Nonlinear optical macroscopic assessment of 3-D corneal collagen organization and axial biomechanics

Abstract

Purpose: To characterize and quantify the collagen fiber (lamellar) organization of human corneas in three dimensions by using nonlinear optical high-resolution macroscopy (NLO-HRMac) and to correlate these findings with mechanical data obtained by indentation testing of corneal flaps.

Methods: Twelve corneas from 10 donors were studied. Vibratome sections, 200 μm thick, from five donor eyes were cut along the vertical meridian from limbus to limbus (arc length, 12 mm). Backscattered second harmonic-generated (SHG) NLO signals from these sections were collected as a series of overlapping 3-D images, which were concatenated to form a single 3-D mosaic (pixel resolution: 0.44 μm lateral, 2 μm axial). Collagen fiber intertwining was quantified by determining branching point density as a function of stromal depth.
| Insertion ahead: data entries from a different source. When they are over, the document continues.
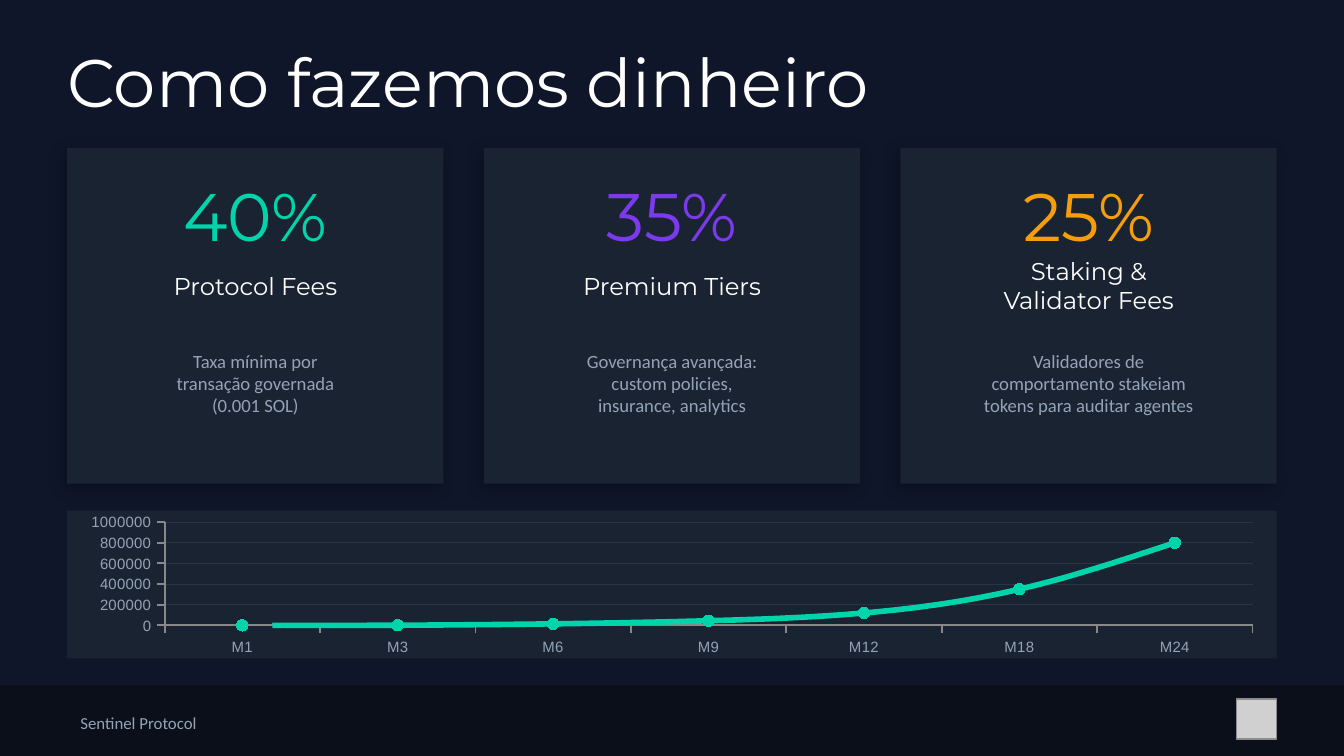
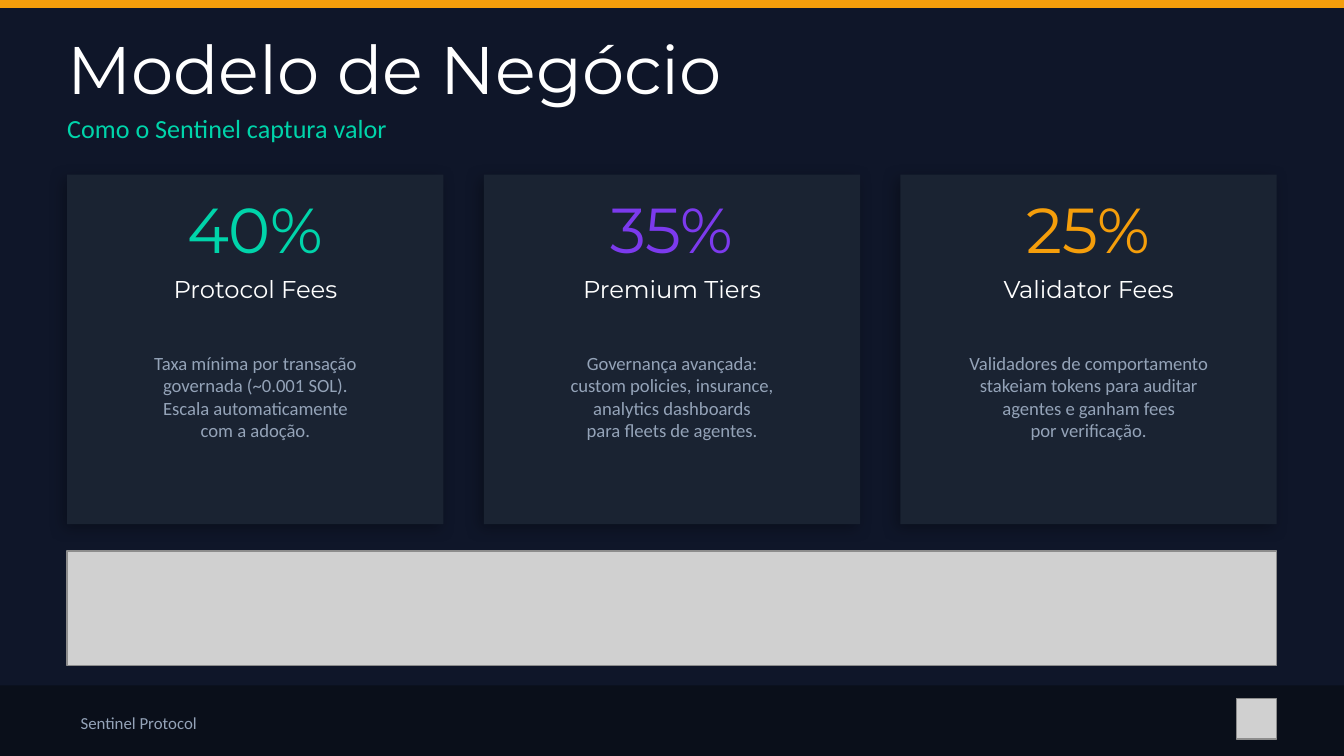
Before and after one commit to aquental/sentinel-protocol, a slide deck: slide 5 of slides/Sentinel_Protocol_Pitch_Deck.pptx (slide 13 before the commit). Drawn at 1344x756 pixels with LibreOffice and Linux fonts; fonts in the diff are those of the drawing; grey boxes stand for pictures. Boxes give left, top, right and bottom in pixels: in the first picture for what was removed or moved away, otherwise in the second. Text is boxed around its words. In the diff, an @@ line names an element or a change of style, - is before the commit and + after.

Commit message:
updated presentation

```diff
--- a/slides/Sentinel_Protocol_Pitch_Deck.pptx
+++ b/slides/Sentinel_Protocol_Pitch_Deck.pptx
@@ rectangle added at [0,0,1344,8], fill #F59E0B @@
@@ text removed at [67,57,869,108] @@
-Como fazemos dinheiro
@@ text added at [67,44,722,108], 36 pt, text #FFFFFF @@
+Modelo de Negócio
@@ text added at [67,120,387,142], 14 pt, text #00D4AA @@
+Como o Sentinel captura valor
@@ rectangle: place and size @@
-rectangle at [67,148,444,484]
+rectangle at [67,175,444,524]
@@ rectangle: place and size @@
-rectangle at [484,148,860,484]
+rectangle at [484,175,860,524]
@@ rectangle: place and size @@
-rectangle at [900,148,1277,484]
+rectangle at [900,175,1277,524]
@@ text "40%": place and size @@
-text "40%" at [183,193,328,242]
+text "40%" at [187,208,323,254]
@@ text "35%": place and size @@
-text "35%" at [607,193,737,242]
+text "35%" at [611,208,734,254]
@@ size 36 to 34 pt in 3 elements at [187,208,323,254], [611,208,734,254], [1027,208,1151,254] @@
@@ text "25%": place and size @@
-text "25%" at [1023,193,1154,242]
+text "25%" at [1027,208,1151,254]
@@ text "Validator Fees": place and size @@
-text "Validator Fees" at [1004,262,1174,309]
+text "Validator Fees" at [1004,280,1174,298]
@@ text at [1031,262,1124,285]: paragraph removed @@
-Staking &
@@ text at [154,357,357,440]: text changed @@
-Taxa mínima por
-transação governada
-(0.001 SOL)
+Taxa mínima por transação
+governada (~0.001 SOL).
+Escala automaticamente
+com a adoção.
@@ text at [969,357,1208,440]: text changed @@
-Validadores de
-comportamento stakeiam
-tokens para auditar agentes
+Validadores de comportamento
+stakeiam tokens para auditar
+agentes e ganham fees
+por verificação.
@@ text at [571,379,774,440]: text changed @@
-custom policies,
-insurance, analytics
+custom policies, insurance,
+analytics dashboards
+para fleets de agentes.
@@ line chart removed at [67,511,1277,659] @@
-categories: M1, M3, M6, M9, M12, M18, M24
-Series 1: 0, 0, 20000, 40000, 120000, 350000, 800000
@@ picture added at [67,551,1277,665] @@
```
Also in this commit, not shown: 2 other slides changed, 5 slides added, 14 slides removed, 2 other files.
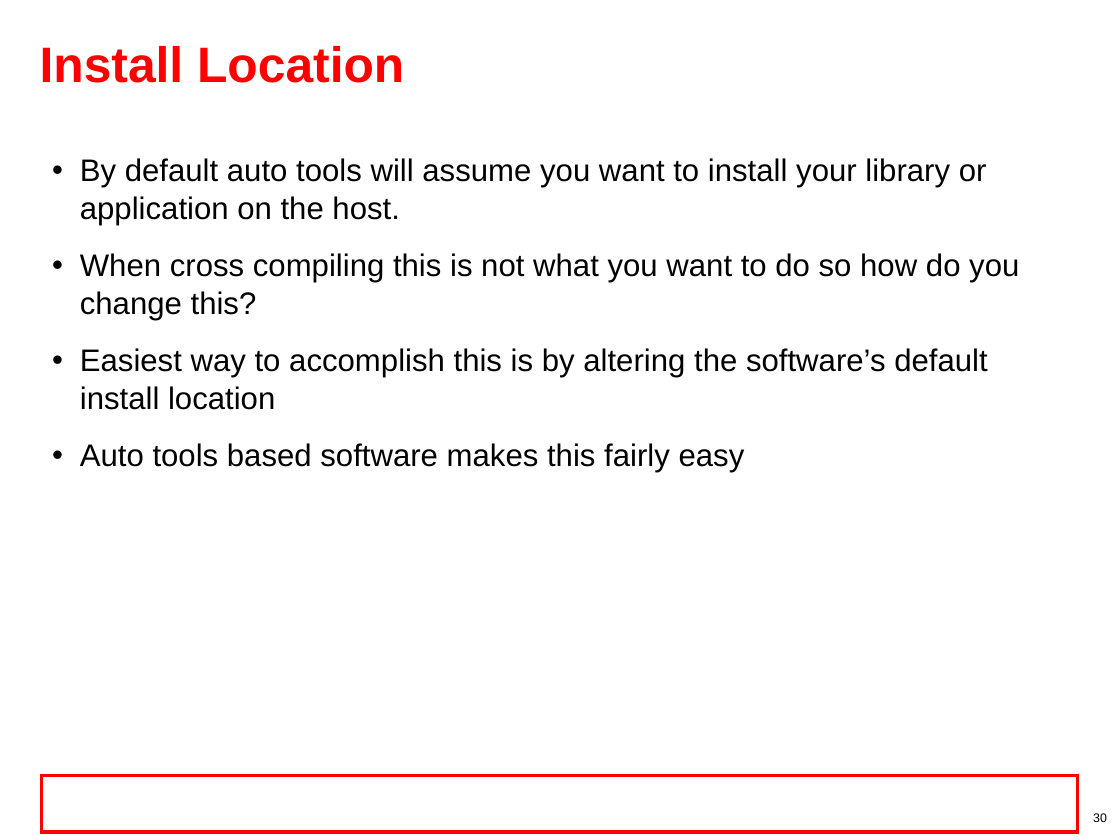
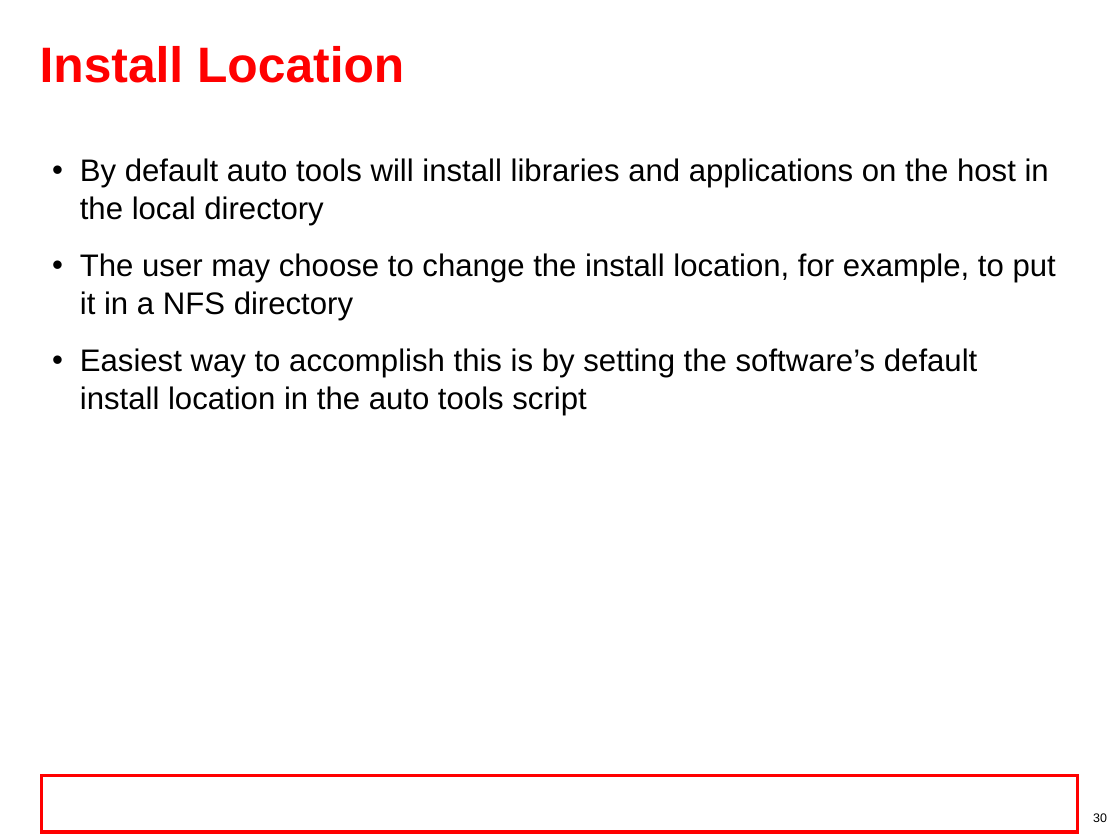
Before and after one commit to hari1989/keystone-workshop, a slide deck: slide 30 of preliminary/Working/presentations/Sitara/sitara_boot_camp_toolchain_Ran.pptx. Drawn at 1120x840 pixels with LibreOffice and Linux fonts; fonts in the diff are those of the drawing; background and template pictures are left out. Boxes give left, top, right and bottom in pixels: in the first picture for what was removed or moved away, otherwise in the second. Text is boxed around its words. In the diff, an @@ line names an element or a change of style, - is before the commit and + after.

```diff
--- a/preliminary/Working/presentations/Sitara/sitara_boot_camp_toolchain_Ran.pptx
+++ b/preliminary/Working/presentations/Sitara/sitara_boot_camp_toolchain_Ran.pptx
@@ text at box(80, 158, 1056, 415): text changed @@
-• By default auto tools will assume you want to install your library or application on the host.
-• When cross compiling this is not what you want to do so how do you change this?
-• Easiest way to accomplish this is by altering the software’s default install location
-• Auto tools based software makes this fairly easy
+• By default auto tools will install libraries and applications on the host in the local directory
+• The user may choose to change the install location, for example, to put it in a NFS directory
+• Easiest way to accomplish this is by setting the software’s default install location in the auto tools script
```
Also in this commit, not shown: 17 other slides changed.

Mechanical testing was performed on corneal flaps from seven additional eyes. Corneas were cut into three layers (anterior, middle, and posterior) using a femtosecond surgical laser system and underwent indentation testing to determine the elastic modulus for each layer.

Results: The 3-D reconstructions revealed complex collagen fiber branching patterns in the anterior cornea, with fibers extending from the anterior limiting lamina (ALL, Bowman's layer), intertwining with deeper fibers and reinserting back to the ALL, forming bow spring-like structures. Measured branching-point density was four times higher in the anterior third of the cornea than in the posterior third and decreased logarithmically with increasing distance from the ALL. Indentation testing showed an eightfold increase in elastic modulus in the anterior stroma.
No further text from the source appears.